Justificaba mi actitud negativa hacia mi familia diciéndome a mí mismo que no estaba haciendo nada malo y que como miembro de la Iglesia debía vivir los principios del Evangelio, aun cuando los miembros de mi familia me molestaran. Me dije a mí mismo que ellos eran los que debían cambiar. Debido a esa forma de razonar, la relación con mi padre no era buena, y empeoró debido a mi actitud y orgullo. Y así continúe, sin preocuparme por el bienestar espiritual de él.
Un día, mientras estudiaba para mi clase de instituto, leí en 1 Nefi 16 acerca de la ocasión en que a Nefi se le rompió el arco de acero y tuvo dificultades para conseguir alimentos. Todos empezaron a murmurar: Lamán y Lemuel, como era costumbre, e incluso su padre, el profeta Lehi. Ante la situación, Nefi hizo un arco y una flecha de madera y le preguntó a su padre a dónde debía ir para conseguir alimento. Su padre oró para recibir guía y el Señor lo reprendió por haber murmurado. Lehi reaccionó favorablemente y retomó su función como líder de la familia y como profeta del Señor. Nefi no juzgó a su padre por ese momento de debilidad, ni tampoco pensó que ya no debía ser profeta, aun cuando Nefi había hablado con el Señor y había recibido visiones.
Al leer y comprender ese relato, inmediatamente pensé en lo mal que me había comportado con mi familia. Me sentí avergonzado por mi actitud —la de creer que yo era mejor que ellos— y me sentí especialmente mal por no tratar a mi padre con respeto. Me sentí triste por no haber considerado el compartir el Evangelio con ellos una prioridad.
No había visto a mi familia como ellos podían llegar a ser; me había centrado sólo en sus debilidades. Desde ese día, mi actitud y comportamiento cambiaron gradualmente. Me esforcé por siempre respetar las opiniones de mi padre a pesar de las muchas veces que no estaba de acuerdo con él. Si me invitaba a almorzar cuando yo estaba ayunando, le decía que lamentaba no poder compartir la comida con él. Ya no me molestaban los programas ni la música que veían o escuchaban los domingos, recordando que ellos aún no habían hecho convenios con nuestro Padre Celestial como yo.

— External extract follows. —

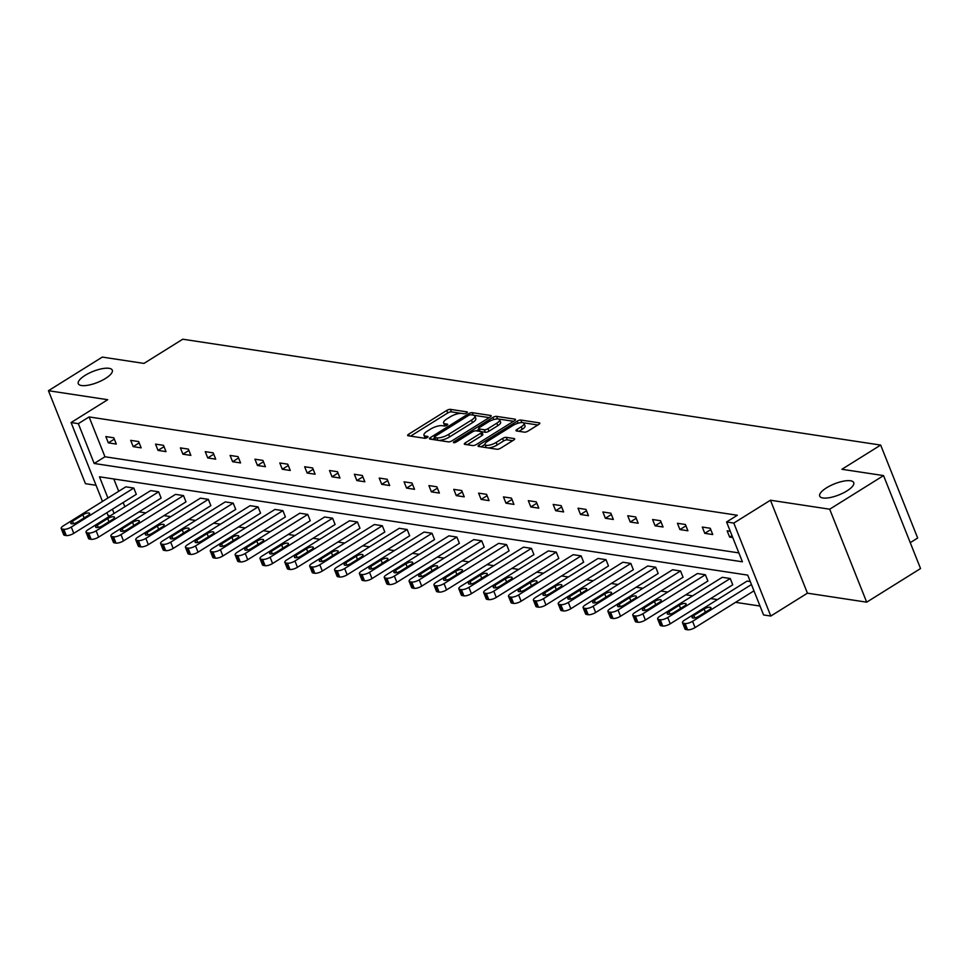 <?xml version="1.0" encoding="UTF-8"?>
<svg xmlns="http://www.w3.org/2000/svg" width="969" height="969" viewBox="0 0 969 969"><rect width="100%" height="100%" fill="white"/><g stroke="black" fill="none" stroke-linecap="round" stroke-linejoin="round"><path stroke-width="1.45" d="M826.521 487.831A18.302 5.959 -21.7 0 0 819.713 496.152A18.302 5.959 -21.7 0 0 846.906 490.932A18.302 5.959 -21.7 0 0 853.725 482.61A18.302 5.959 -21.7 0 0 826.521 487.831M85.102 375.378A18.302 5.959 -21.7 0 0 78.283 383.688A18.302 5.959 -21.7 0 0 105.488 378.467A18.302 5.959 -21.7 0 0 112.295 370.158A18.302 5.959 -21.7 0 0 85.102 375.378M466.646 412.976A1.962 0.642 -21.7 0 0 467.373 412.079A1.962 0.642 -21.7 0 0 467.034 411.886L450.415 409.366A2.81 0.908 -21.7 0 0 446.733 410.444L408.676 434.209A2.81 0.908 -21.7 0 0 407.634 435.481A2.81 0.908 -21.7 0 0 408.119 435.759L424.737 438.279A1.962 0.642 -21.7 0 0 427.317 437.528A1.962 0.642 -21.7 0 0 428.044 436.631A1.962 0.642 -21.7 0 0 427.692 436.438L425.548 436.111A8.987 2.919 -21.7 0 1 423.974 435.202A8.987 2.919 -21.7 0 1 427.305 431.132L430.478 429.146A8.987 2.919 -21.7 0 1 442.252 425.682L444.408 426.009A1.962 0.642 -21.7 0 0 446.975 425.246A1.962 0.642 -21.7 0 0 447.714 424.361A1.962 0.642 -21.7 0 0 447.363 424.156L445.219 423.841A8.987 2.919 -21.7 0 1 443.632 422.932A8.987 2.919 -21.7 0 1 446.975 418.85L450.149 416.876A8.987 2.919 -21.7 0 1 461.922 413.412L464.066 413.739A1.962 0.642 -21.7 0 0 466.646 412.976M866.686 602.173L829.694 509.209L770.44 500.222L807.431 593.173L866.686 602.173L920.55 568.549L883.558 475.597L841.904 469.275L880.676 445.074L182.741 339.211L143.969 363.411L102.314 357.089L48.45 390.713L85.442 483.676L96.052 485.275M883.558 475.597L829.694 509.209M524.399 432.15A2.81 0.908 -21.7 0 0 528.081 431.072L538.764 424.41A2.81 0.908 -21.7 0 0 539.806 423.138A2.81 0.908 -21.7 0 0 539.309 422.847L520.862 420.049A2.81 0.908 -21.7 0 0 517.18 421.14L479.122 444.892A2.81 0.908 -21.7 0 0 478.08 446.164A2.81 0.908 -21.7 0 0 478.565 446.455L497.024 449.253A2.81 0.908 -21.7 0 0 500.694 448.162L513.594 440.12A2.81 0.908 -21.7 0 0 514.648 438.836A2.81 0.908 -21.7 0 0 514.151 438.557L506.254 437.358A2.81 0.908 -21.7 0 0 502.572 438.436L496.176 442.433A7.51 2.447 -21.7 0 1 485.021 444.577A7.51 2.447 -21.7 0 1 487.807 441.161L512.867 425.524A7.51 2.447 -21.7 0 1 524.023 423.38A7.51 2.447 -21.7 0 1 521.237 426.796L517.058 429.4A2.81 0.908 -21.7 0 0 516.017 430.672A2.81 0.908 -21.7 0 0 516.513 430.963L524.399 432.15M102.472 501.421L71.088 422.557L107.716 399.7L48.45 390.713M71.088 422.557L78.332 423.659L94.187 463.485L742.411 561.802L726.568 521.976L733.812 523.078L770.803 616.042L763.56 614.94L747.705 575.114L99.48 476.796L107.922 498.018M726.568 521.976L737.336 515.254L89.112 416.936L78.332 423.659M770.44 500.222L733.812 523.078M490.132 417.033A2.81 0.908 -21.7 0 0 491.174 415.762A2.81 0.908 -21.7 0 0 490.677 415.471L472.23 412.673A2.81 0.908 -21.7 0 0 468.548 413.763L430.49 437.516A2.81 0.908 -21.7 0 0 429.449 438.787A2.81 0.908 -21.7 0 0 429.933 439.078L448.393 441.876A2.81 0.908 -21.7 0 0 452.063 440.786L490.132 417.033M496.54 416.367L514.999 419.165A2.81 0.908 -21.7 0 1 515.496 419.444A2.81 0.908 -21.7 0 1 514.442 420.716L476.385 444.48A2.81 0.908 -21.7 0 1 472.702 445.558L464.805 444.359A2.81 0.908 -21.7 0 1 464.308 444.081A2.81 0.908 -21.7 0 1 465.362 442.809L480.794 433.167A2.81 0.908 -21.7 0 0 481.835 431.895A2.81 0.908 -21.7 0 0 481.351 431.617L476.106 430.817A2.81 0.908 -21.7 0 0 472.424 431.895L456.363 441.937A1.962 0.642 -21.7 0 1 453.444 442.494A1.962 0.642 -21.7 0 1 454.17 441.598L492.87 417.445A2.81 0.908 -21.7 0 1 496.54 416.367L497.545 418.874L513.522 421.297M910.242 542.664L917.667 538.025L880.676 445.074M657.636 618.925A5.717 1.865 -21.7 0 1 659.768 616.32L722.28 577.306L730.251 578.517L732.746 584.791L670.233 623.818A5.717 1.865 158.3 0 1 662.735 626.022L661.137 625.78A5.717 1.865 158.3 0 1 660.131 625.211L657.636 618.925A5.717 1.865 -21.7 0 0 658.641 619.494L660.24 619.736A5.717 1.865 -21.7 0 0 667.726 617.532L670.233 623.818M607.926 611.391A5.717 1.865 -21.7 0 1 610.058 608.786L672.583 569.76L680.541 570.971L683.048 577.258L620.523 616.272A5.717 1.865 158.3 0 1 613.026 618.476L611.439 618.246A5.717 1.865 158.3 0 1 610.434 617.665L607.926 611.391A5.717 1.865 -21.7 0 0 608.944 611.96L610.531 612.202A5.717 1.865 -21.7 0 0 618.028 609.998L620.523 616.272M558.229 603.844A5.717 1.865 -21.7 0 1 560.361 601.252L622.873 562.226L630.843 563.437L633.338 569.711L570.826 608.738A5.717 1.865 158.3 0 1 563.328 610.942L561.729 610.7A5.717 1.865 158.3 0 1 560.724 610.131L558.229 603.844A5.717 1.865 -21.7 0 0 559.234 604.426L560.821 604.668A5.717 1.865 -21.7 0 0 568.318 602.452L570.826 608.738M508.519 596.31A5.717 1.865 -21.7 0 1 510.651 593.706L573.176 554.692L581.134 555.891L583.641 562.177L521.116 601.204A5.717 1.865 158.3 0 1 513.618 603.408L512.032 603.166A5.717 1.865 158.3 0 1 511.026 602.585L508.519 596.31A5.717 1.865 -21.7 0 0 509.524 596.88L511.123 597.122A5.717 1.865 -21.7 0 0 518.621 594.918L521.116 601.204M458.822 588.764A5.717 1.865 -21.7 0 1 460.953 586.172L523.466 547.146L531.436 548.357L533.931 554.631L471.418 593.658A5.717 1.865 158.3 0 1 463.921 595.862L462.322 595.62A5.717 1.865 158.3 0 1 461.317 595.051L458.822 588.764A5.717 1.865 -21.7 0 0 459.827 589.346L461.414 589.588A5.717 1.865 -21.7 0 0 468.911 587.384L471.418 593.658M409.112 581.23A5.717 1.865 -21.7 0 1 411.244 578.626L473.768 539.612L481.726 540.823L484.221 547.097L421.709 586.124A5.717 1.865 158.3 0 1 414.211 588.328L412.624 588.086A5.717 1.865 158.3 0 1 411.619 587.505L409.112 581.23A5.717 1.865 -21.7 0 0 410.117 581.8L411.716 582.042A5.717 1.865 -21.7 0 0 419.214 579.837L421.709 586.124M359.414 573.684A5.717 1.865 -21.7 0 1 361.534 571.092L424.059 532.066L432.029 533.277L434.524 539.563L371.999 578.578A5.717 1.865 158.3 0 1 364.514 580.782L362.915 580.54A5.717 1.865 158.3 0 1 361.909 579.971L359.414 573.684A5.717 1.865 -21.7 0 0 360.42 574.266L362.006 574.508A5.717 1.865 -21.7 0 0 369.504 572.304L371.999 578.578M309.705 566.15A5.717 1.865 -21.7 0 1 311.836 563.558L374.349 524.532L382.319 525.743L384.814 532.017L322.302 571.044A5.717 1.865 158.3 0 1 314.804 573.248L313.217 573.006A5.717 1.865 158.3 0 1 312.212 572.437L309.705 566.15A5.717 1.865 -21.7 0 0 310.71 566.732L312.309 566.962A5.717 1.865 -21.7 0 0 319.806 564.757L322.302 571.044M260.007 558.616A5.717 1.865 -21.7 0 1 262.127 556.012L324.651 516.998L332.609 518.197L335.117 524.483L272.592 563.498A5.717 1.865 158.3 0 1 265.106 565.714L263.507 565.472A5.717 1.865 158.3 0 1 262.502 564.891L260.007 558.616A5.717 1.865 -21.7 0 0 261.012 559.186L262.599 559.428A5.717 1.865 -21.7 0 0 270.097 557.223L272.592 563.498M210.297 551.07A5.717 1.865 -21.7 0 1 212.429 548.478L274.942 509.452L282.912 510.663L285.407 516.937L222.894 555.964A5.717 1.865 158.3 0 1 215.397 558.168L213.798 557.926A5.717 1.865 158.3 0 1 212.792 557.357L210.297 551.07A5.717 1.865 -21.7 0 0 211.303 551.652L212.901 551.894A5.717 1.865 -21.7 0 0 220.387 549.689L222.894 555.964M160.6 543.536A5.717 1.865 -21.7 0 1 162.719 540.932L225.244 501.918L233.202 503.117L235.709 509.403L173.185 548.43A5.717 1.865 158.3 0 1 165.687 550.634L164.1 550.392A5.717 1.865 158.3 0 1 163.095 549.811L160.6 543.536A5.717 1.865 -21.7 0 0 161.605 544.106L163.192 544.348A5.717 1.865 -21.7 0 0 170.689 542.143L173.185 548.43M110.89 535.99A5.717 1.865 -21.7 0 1 113.022 533.398L175.534 494.372L183.504 495.583L186 501.869L123.487 540.884A5.717 1.865 158.3 0 1 115.989 543.088L114.39 542.846A5.717 1.865 158.3 0 1 113.385 542.277L110.89 535.99A5.717 1.865 -21.7 0 0 111.895 536.572L113.494 536.814A5.717 1.865 -21.7 0 0 120.98 534.609L123.487 540.884M61.18 528.456A5.717 1.865 -21.7 0 1 63.312 525.864L125.837 486.838L133.795 488.049L136.302 494.323L73.777 533.35A5.717 1.865 158.3 0 1 66.28 535.554L64.693 535.312A5.717 1.865 158.3 0 1 63.688 534.743L61.18 528.456A5.717 1.865 -21.7 0 0 62.186 529.026L63.784 529.268A5.717 1.865 -21.7 0 0 71.282 527.063L73.777 533.35M113.797 478.965L118.703 491.295M123.172 502.523L124.844 506.739M139.088 511.862L145.871 512.892M163.943 515.629L170.726 516.659M188.798 519.408L195.568 520.438M213.64 523.175L220.423 524.205M238.495 526.942L245.278 527.972M263.35 530.709L270.133 531.739M288.205 534.476L294.988 535.506M313.06 538.255L319.831 539.285M337.902 542.022L344.685 543.052M362.757 545.789L369.54 546.819M387.612 549.556L394.395 550.586M412.467 553.323L419.238 554.353M437.31 557.102L444.093 558.132M462.165 560.869L468.948 561.899M487.019 564.636L493.802 565.666M511.874 568.403L518.657 569.433M536.729 572.17L543.5 573.2M561.572 575.949L568.355 576.979M586.427 579.716L593.21 580.746M611.282 583.483L618.065 584.513M636.136 587.25L642.907 588.28M660.979 591.029L667.762 592.047M685.834 594.796L692.617 595.826M710.689 598.563L717.472 599.593M735.544 602.33L760.023 606.049M86.035 532.223A5.717 1.865 -21.7 0 1 88.167 529.631L150.679 490.605L158.65 491.816L161.145 498.09L98.632 537.117A5.717 1.865 158.3 0 1 91.134 539.321L89.548 539.079A5.717 1.865 158.3 0 1 88.542 538.51L86.035 532.223A5.717 1.865 -21.7 0 0 87.04 532.805L88.639 533.047A5.717 1.865 -21.7 0 0 96.137 530.83L98.632 537.117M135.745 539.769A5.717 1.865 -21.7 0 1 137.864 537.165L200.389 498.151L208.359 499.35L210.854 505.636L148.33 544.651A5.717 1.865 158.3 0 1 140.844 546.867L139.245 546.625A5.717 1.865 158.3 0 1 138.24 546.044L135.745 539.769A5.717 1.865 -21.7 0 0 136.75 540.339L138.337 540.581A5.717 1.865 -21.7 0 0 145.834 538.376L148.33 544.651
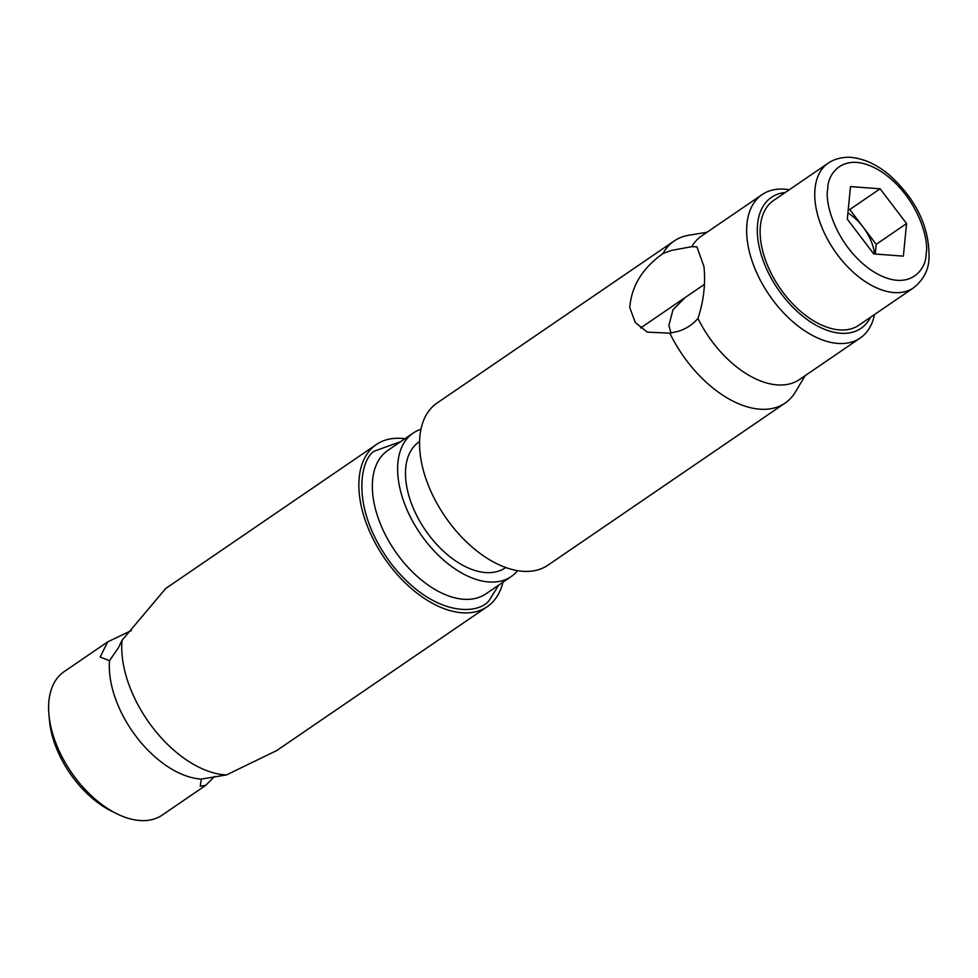 <?xml version="1.0" encoding="UTF-8"?>
<svg xmlns="http://www.w3.org/2000/svg" width="978" height="978" viewBox="0 0 978 978"><rect width="100%" height="100%" fill="white"/><g stroke="black" fill="none" stroke-linecap="round" stroke-linejoin="round"><path stroke-width="1.47" d="M913.501 287.887L858.867 325.222A75.55 44.206 -124.4 0 1 799.307 310.185A75.55 44.206 -124.4 0 1 760.371 237.483A75.55 44.206 -124.4 0 1 773.61 200.466L828.232 163.13A75.55 44.206 -124.4 0 0 815.016 188.681A75.55 44.206 -124.4 0 0 814.992 200.148A75.55 44.206 -124.4 0 0 853.941 272.85A75.55 44.206 -124.4 0 0 913.501 287.887C923.256 280.038 928.44 270.344 929.039 258.803C929.785 227.385 916.337 199.255 888.672 174.414C876.936 164.769 864.992 159.169 852.853 157.605C849.393 156.859 837.156 156.847 828.232 163.13M847.303 219.158L850.493 186.59L880.114 188.791L906.569 223.571L903.379 256.138L873.757 253.925L847.303 219.158M848.256 209.426L849.772 209.536L876.215 244.317L906.569 223.571M880.114 188.791L849.772 209.536M875.261 254.035L876.215 244.317M874.552 253.987A37.922 22.188 55.6 0 0 862.987 226.92A37.922 22.188 -124.4 0 0 847.914 212.996M674.209 240.955L437.093 403.009A98.216 57.47 55.6 0 0 419.88 451.127A98.216 57.47 55.6 0 0 470.504 545.651A98.216 57.47 55.6 0 0 547.937 565.186L785.053 403.119A98.216 57.47 -124.4 0 1 669.844 333.168L647.253 332.129L635.272 322.459L629.795 307.667C631.372 286.199 642.436 268.143 663.011 253.51A98.216 57.47 -124.4 0 1 674.209 240.955A98.216 57.47 -124.4 0 1 688.622 235.282L707.07 232.226M685.138 297.544L672.962 309.818L668.903 325.417L670.896 333.021M663.011 253.51L671.593 250.38L691.813 246.688A86.883 50.844 -124.4 0 1 701.458 236.053L762.155 194.573A86.883 50.844 -124.4 0 1 789.27 189.756M785.053 403.119A98.216 57.47 -124.4 0 0 795.566 391.762L805.102 375.699M691.813 246.688L696.923 246.811L703.94 266.517C705.7 283.681 703.72 300.979 697.962 318.425C692.742 324.5 686.263 328.767 678.524 331.249L669.844 333.168M874.54 314.513A86.883 50.844 -124.4 0 1 860.2 338.033A86.883 50.844 -124.4 0 1 791.703 320.747A86.883 50.844 -124.4 0 1 746.935 237.141A86.883 50.844 -124.4 0 1 762.155 194.573M870.554 317.239A79.328 46.418 -124.4 0 1 807.339 319.684A79.328 46.418 -124.4 0 1 757.571 236.211A79.328 46.418 -124.4 0 1 785.285 192.483M419.586 441.518L419.11 441.848A76.308 44.646 55.6 0 0 405.736 479.232A76.308 44.646 55.6 0 0 445.063 552.656A76.308 44.646 55.6 0 0 505.223 567.839L505.699 567.521M860.2 338.033L799.503 379.525A86.883 50.844 -124.4 0 1 697.962 318.425M376.396 444.501L165.783 588.438L122.03 640.309A98.216 57.47 55.6 0 0 122.067 654.685A98.216 57.47 55.6 0 0 226.431 774.943L276.627 750.615L487.24 606.678A98.216 57.47 -124.4 0 1 409.806 587.13A98.216 57.47 -124.4 0 1 359.183 492.619A98.216 57.47 -124.4 0 1 376.396 444.501A98.216 57.47 -124.4 0 1 404.916 438.731M122.03 640.309L118.497 647.632L109.512 660.688L100.159 657.082L107.653 641.898L131.431 630.517M214.512 776.459L205.71 785.358L200.258 786.165L201.334 779.087L226.431 774.943M107.653 641.898L64.12 671.654A86.883 50.844 55.6 0 0 48.9 714.221A86.883 50.844 55.6 0 0 48.912 714.417A86.883 50.844 55.6 0 0 116.798 813.745A86.883 50.844 55.6 0 0 162.177 815.114L205.71 785.358M109.512 660.688A86.883 50.844 55.6 0 0 109.597 672.73A86.883 50.844 55.6 0 0 201.334 779.087M517.594 570.675A86.883 50.844 -124.4 0 1 511.188 576.58A86.883 50.844 -124.4 0 1 442.692 559.294A86.883 50.844 -124.4 0 1 397.912 475.675A86.883 50.844 -124.4 0 1 413.132 433.107A86.883 50.844 -124.4 0 1 420.956 429.293M502.961 582.191A98.216 57.47 -124.4 0 1 487.24 606.678M49.426 720.211A79.328 46.418 55.6 0 0 49.45 720.395A79.328 46.418 55.6 0 0 111.431 811.08L116.798 813.745M926.08 253.779C926.643 269.537 908.55 294.121 872.107 270.808C835.787 246.138 824.393 202.104 827.779 188.95C827.217 173.192 845.322 148.607 881.765 171.92C918.073 196.59 929.479 240.612 926.08 253.779M413.132 433.107L387.85 450.393A86.883 50.844 55.6 0 0 383.816 453.706A86.883 50.844 55.6 0 0 372.63 492.961A86.883 50.844 55.6 0 0 417.398 576.58A86.883 50.844 55.6 0 0 485.895 593.866L511.188 576.58M400.674 441.628L374.146 451.213C360.136 459.623 349.733 508.988 391.872 564.575C435.112 619.086 480.125 614.355 489.489 599.966L498.719 585.101M640.566 328.009L704.282 284.464M49.45 720.395L48.912 714.417"/></g></svg>

Una mañana, mientras ayudaba a mi padre a preparar la comida, le dije lo mucho que lo quería y cuánto lamentaba mi comportamiento irrespetuoso. Le dije que estaba orgulloso de que él fuera mi padre y que quería tener una relación pacífica con él.
Todo empezó a cambiar; las discusiones comenzaron a disminuir hasta que se acabaron. Aunque pensaba que pasaría mucho tiempo antes de que mi familia se bautizara, su actitud hacia la Iglesia mejoró. Ninguno de esos cambios habría ocurrido si yo no hubiera cambiado primero.
Después de cumplir un año de miembro, serví como misionero en la Misión México Tijuana. Tres meses antes de regresar a casa, recibí una carta en la que decía que mi familia había aceptado el Evangelio y que se iban a bautizar. Cuando regresé, ya pertenecían a la Iglesia.
Durante los 15 años que he sido miembro de la Iglesia, una de las lecciones más grandes que aprendí fue por medio de mi estudio del Libro de Mormón y mediante los hijos de Dios a quienes tenía más cerca: mi familia.